Start with the job, not the model
A local benchmark should begin with a task a person would actually delegate. For Local Model Bench, that task is intentionally boring: inspect synthetic paperwork, select the right source files, reconcile invoice details against bank and vendor data, and produce a final audit JSON.
That job is narrower than general intelligence and broader than one prompt. It includes reading documents, following instructions, preserving input files, creating intermediate artifacts, and finishing the exact output contract.
Use synthetic data
Private-document benchmarks should not use real private documents. The clean solution is synthetic data with realistic structure: invoice scans, payment exports, vendor records, purchase orders, email notes, duplicate files, and old drafts. The data can be public, repeatable, and inspectable without leaking anyone's actual finances or workplace material.
Synthetic does not have to mean easy. A case can include withdrawn invoices, revised attachments, stale bank exports, inactive vendors, short payments, or a note that says which file is final. The important part is that the expected answer is knowable and objective.
Separate visible checks from hidden oracles
Visible checks catch the obvious problems: did the model create `audit_result.json`, is the JSON parseable, are required keys present, did it create `proof.txt`, did it leave the incoming folder unchanged? These checks are useful during development because models and runners fail in very ordinary ways.
Hidden oracles catch the actual task logic. They decide whether the model selected the corrected invoice, ignored the draft, mapped the payment to the revised document, computed the right total, and cited acceptable evidence. Without hidden oracles, a benchmark rewards neat-looking answers rather than correct outcomes.
- Visible checks: file exists, JSON parses, required fields present
- Hidden oracles: correct invoice set, warnings, totals, evidence, proof code
- Failure types: diagnostics only, not extra score inflation
- Run outputs: public enough for inspection, without exposing ground truth
Score resolved and core separately
The most important scoring split is resolved versus core. Resolved means the whole case passed: final artifact, hidden oracle, proof code, evidence, protected-folder rules, and required intermediate files. Core pass means the central audit facts were right even if exact closure failed.
That split prevents two bad interpretations. It avoids calling every near miss a total failure. It also avoids giving a model a clean win when it understood the case but produced an unusable final artifact.
Make the model handle files
A local work benchmark should not only ask for a chat answer. Real private work involves files. The model should inspect a folder, identify active sources, ignore drafts, write normalized manifests, and keep protected input folders unchanged.
This is where agentic tasks matter. A model can be good at one-shot extraction and still weak at multi-step workflow closure. The folder task tests whether the model can move from reading to organizing to final output.
Keep text-only as a diagnostic mode
Image-based document benchmarks are realistic, but they mix two problems: vision/OCR and reasoning. A text-only companion benchmark removes raw image input and gives the model normalized extracts.

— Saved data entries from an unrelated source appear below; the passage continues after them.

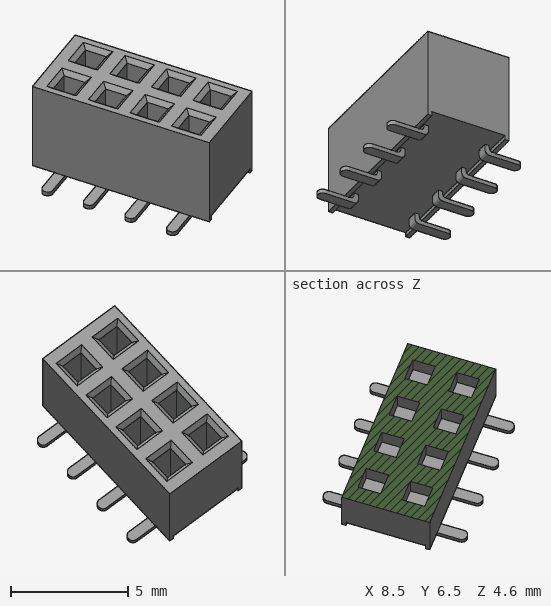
import cadquery as cq

overall_height = 4.6
body_length = 8.5
body_width = 4.0
body_height = 4.3
rail_width = 0.2
rail_height = 0.2

columns = 4
pitch = 2.0

mouth_size = 1.41
socket_size = 1.0
socket_depth = 3.0

lead_span = 6.5
lead_width = 0.5
lead_thickness = 0.2
lead_inset = 0.4
lead_embed = 0.17
bend_radius = 0.2
tip_radius = 0.24

body_bottom = overall_height - body_height
body_underside = body_bottom + rail_height
mouth_depth = (mouth_size - socket_size) / 2
column_positions = [(i - (columns - 1) / 2) * pitch for i in range(columns)]
row_positions = [-pitch / 2, pitch / 2]


def make_block(width, height):
    """Full-length block standing on the bottom level of the housing."""
    return cq.Workplane("XY", origin=(0, 0, body_bottom)).box(
        body_length, width, height, centered=(True, True, False)
    )


def make_housing():
    """Block with a channel underneath that leaves a rail along each long side."""
    channel_width = body_width - 2 * rail_width
    return make_block(body_width, body_height).cut(make_block(channel_width, rail_height))


def make_socket():
    """Square blind hole with a tapered mouth, centred on the Z axis."""
    top_plane = cq.Workplane("XY", origin=(0, 0, overall_height))
    hole = top_plane.rect(socket_size, socket_size).extrude(-socket_depth)
    mouth = (
        top_plane.rect(mouth_size, mouth_size)
        .workplane(offset=-mouth_depth)
        .rect(socket_size, socket_size)
        .loft(ruled=True)
    )
    return hole.union(mouth)


def make_lead():
    """Gull-wing lead reaching out toward +Y, with a bent foot and a rounded tip."""
    outer_face = body_width / 2 - lead_inset
    inner_face = outer_face - lead_thickness
    tip = lead_span / 2
    top = body_underside + lead_embed
    lead = (
        cq.Workplane("YZ")
        .moveTo(inner_face, top)
        .lineTo(inner_face, 0)
        .lineTo(tip, 0)
        .lineTo(tip, lead_thickness)
        .lineTo(outer_face, lead_thickness)
        .lineTo(outer_face, top)
        .close()
        .extrude(lead_width / 2, both=True)
    )
    margin = lead_thickness / 2
    bend_edges = cq.selectors.BoxSelector(
        (-lead_width, inner_face - margin, -margin),
        (lead_width, outer_face + margin, lead_thickness + margin),
    )
    lead = lead.edges("|X").edges(bend_edges).fillet(bend_radius)
    return lead.edges("|Z and >Y").fillet(tip_radius)


result = make_housing()
socket = make_socket()
rear_lead = make_lead()
front_lead = rear_lead.mirror("XZ")

for x in column_positions:
    for y in row_positions:
        result = result.cut(socket.translate((x, y, 0)))
    for lead in (rear_lead, front_lead):
        result = result.union(lead.translate((x, 0, 0)))

If a model improves sharply, the issue was probably document reading. If it still fails, the issue is workflow logic or output discipline.
That diagnostic split also gives text-only local models a fair place in the project. They should not be scored as image readers, but they can still be scored as bookkeeping and structured-output workers.
What to publish
A useful public benchmark should show more than a score. It should show the prompt, the model answer, generated artifacts, visible checks, failure labels, model/runtime settings, hardware, and enough case material for readers to understand the task. It should not publish hidden solutions directly beside the prompt.
This is the balance Local Model Bench is aiming for: transparent enough to inspect, strict enough to be meaningful, and boring enough that passing the benchmark feels like real work rather than benchmark theater.